3 comments

  • fuhsnn 2 hours ago

    Didn't see people mention this in the initial discussion, but despite not having access to internet, the agents actually had access to the source code of GNU binutils (has assembler, linker and readelf), and many C compilers (SDCC, PCC, chibicc, cproc, etc) in their working directory [1]. These are supposed to test compilation, but there's no way to prove that Claude didn't get crucial info from these projects.

    I also found the compiler to have uncanny resemblance with chibicc. With 30-ish edge cases[2] yielding the same behavior, it's hard to believe there's no influence of chibicc in its algorithms.

    [1] https://github.com/anthropics/claudes-c-compiler/blob/6f1b99...

    [2] https://github.com/anthropics/claudes-c-compiler/issues/232

  • logicprog 2 hours ago

    It's really funny how the goalposts shift over time. Before this happened, they would have all been into something that it was impossible for an agent swarm to do this. Now that it has happened, they're finding all the flaws with it, ignoring the trajectory of improvement over time, and insisting it isn't truly impressive just because it isn't perfect.

    Basically, every point they make feels like pointless nitpicking in order to be able to deny what's going on. It essentially feels like a cope.

    The argument that the model depended on extensive test suites and a custom harness doesn't really hold up to me, because that harness was just a simple hack to gather version of concepts that people experimenting with Ralph loops and agent swarms and agent orchestrators have been doing for a while now, which would be easy to build and out of the box generalized solution to, since very little the actual harness was custom to the project itself.

    Similarly, the argument that this only worked because of extensive test suites, including torture testing, doesn't really make sense to me because like, because like we have a long tradition of systems that can provide that kind of test suite to specify any product you want to produce, from BDD to PBT to DST, and the blog post explicitly acknowledges that the point of this is sort of to show that the job of software engineers from now on might end up be coming about specifying a problem sufficiently instead of directly writing the code that achieves it; and even that would vastly change the entire industry.

    Similarly, I find it very funny that even this article is forced to admit that the code is of pretty solid quality, even if it isn't as beautiful or elegant as something a rust expert might write (and it's always easy to criticize code quality from the peanut gallery, so I take that point with a grain of salt).

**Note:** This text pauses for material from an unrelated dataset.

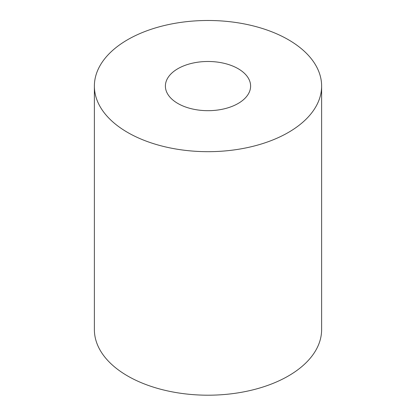<?xml version="1.0" encoding="UTF-8"?>
<svg xmlns="http://www.w3.org/2000/svg" width="416" height="416" viewBox="0 0 416 416"><rect width="100%" height="100%" fill="white"/><g stroke="black" fill="none" stroke-linecap="round" stroke-linejoin="round"><path stroke-width="0.62" d="M177.871 103.475A42.609 24.601 180 0 1 165.391 86.081A42.609 24.601 180 0 1 208 61.485A42.609 24.601 180 0 1 250.609 86.081A42.609 24.601 180 0 1 224.307 108.81A42.609 24.601 180 0 1 177.871 103.475M288.34 39.697A113.62 65.598 180 0 1 321.62 86.081A113.62 65.598 180 0 1 208 151.679A113.62 65.598 180 0 1 94.38 86.081A113.62 65.598 180 0 1 164.518 25.48A113.62 65.598 180 0 1 288.34 39.697M94.38 86.081L94.38 329.602A113.62 65.598 0 0 0 208 395.2A113.62 65.598 0 0 0 321.62 329.602L321.62 86.081"/></g></svg>
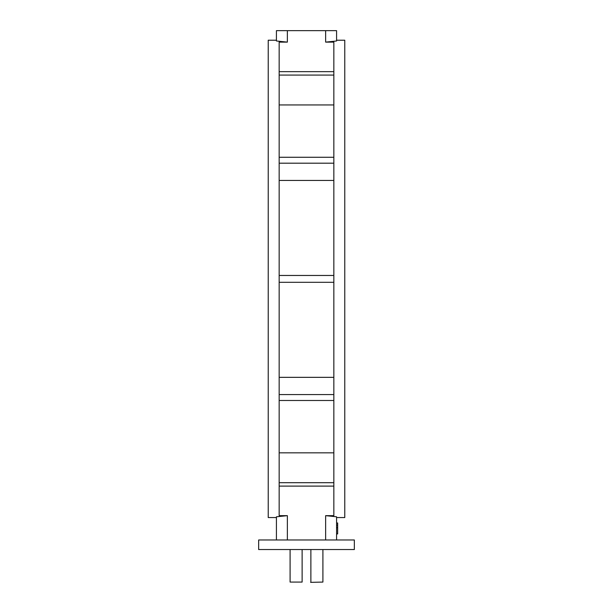 <?xml version="1.0" encoding="UTF-8"?>
<svg xmlns="http://www.w3.org/2000/svg" width="613" height="613" viewBox="0 0 613 613"><rect width="100%" height="100%" fill="white"/><g stroke="black" fill="none" stroke-linecap="round" stroke-linejoin="round"><path stroke-width="0.92" d="M354.345 539.976L258.655 539.976L258.655 549.547L354.345 549.547L354.345 539.976M276.425 40.22L268.226 40.22L268.226 517.556L276.425 517.556M276.425 539.976L276.425 516.79L287.359 515.656L287.359 539.976M325.641 30.65L325.641 42.121L336.575 40.987L336.575 30.65L287.359 30.65L287.359 42.121L279.16 42.121L279.16 515.656L287.359 515.656M336.575 40.22L344.774 40.22L344.774 517.556L336.575 517.556M325.641 42.121L333.84 42.121L333.84 515.656L325.641 515.656L336.575 516.79L336.575 539.976M325.641 515.656L325.641 539.976M333.84 180.437L279.16 180.437M333.84 104.946L279.16 104.946M333.84 452.831L279.16 452.831M333.84 377.34L279.16 377.34M287.359 42.121L276.425 40.987L276.425 30.65L287.359 30.65M333.84 275.467L279.16 275.467M333.84 282.302L279.16 282.302M333.84 394.58L279.16 394.58M333.84 400.496L279.16 400.496M333.84 482.692L279.16 482.692M333.84 486.109L279.16 486.109M333.84 71.667L279.16 71.667M333.84 75.085L279.16 75.085M333.84 157.28L279.16 157.28M333.84 163.196L279.16 163.196M322.905 582.074L310.599 582.35L322.905 582.074L322.905 549.547M302.125 582.074L290.095 582.074L302.125 582.074L302.125 549.547M310.875 582.074L310.875 549.547M336.575 522.989L337.663 522.989L337.663 527.64L336.575 527.64M337.663 525.18L336.575 525.18M337.663 527.64L337.663 533.923L336.575 533.923M290.095 582.074L290.095 549.547"/></g></svg>

    In a similar manner, I don't really find the argument that because things like TCC and GCC were in the models training data that this doesn't matter convincing. Previous C compilers that would be in its training data were implemented in C, almost certainly not Rust, and implementing almost anything in rust that has been implemented in sea requires a substantially different architecture in the large in order to account for lifetimes and borrow checking and also typically to maintain even basic rust code quality and avoid unsafe completely different idioms and approaches to algorithms in the small as well. I say this having written several tens of thousands of lines of rust in the past. This means that in my opinion, it's difficult to call anything that these LLMs did just retrieval and reorganization; I think the best you can probably say is that they picked up a few general approaches to compiler algorithms and structure and understanding what a compiler is and generally how it should work from how those code bases in its training set. But you can't say that iturg's regitating or translating them directly. And at that point, that's the equivalent of someone having taken courses on or read books about compilers producing a new compiler. It is still impressive.

    Similarly, I find the argument that because there is a course that's much cheaper than $20,000 that teaches you how to write a basic C compiler that this is not impressive, very strange. The whole reason this is impressive is because this is something computers could not do autonomously before and now they can. The price of doing it with a computer compared to having a human do it isn't really relevant yet. And the price will come down[0]. I also think it's very likely that the basic C compiler you'll get from a course like the one they linked would not actually be able to compile SQLite, DOOM, or the Linux kernel 6.9 if you actually put it to the test.

    Also, it's really funny to me that they complain that this compiler project didn't also implement a linker and assembler. The entire point was to implement a compiler. That was the project under discussion. The fact that it uses an external linker and assembler is not a point against it. It's a complete non-sequitur.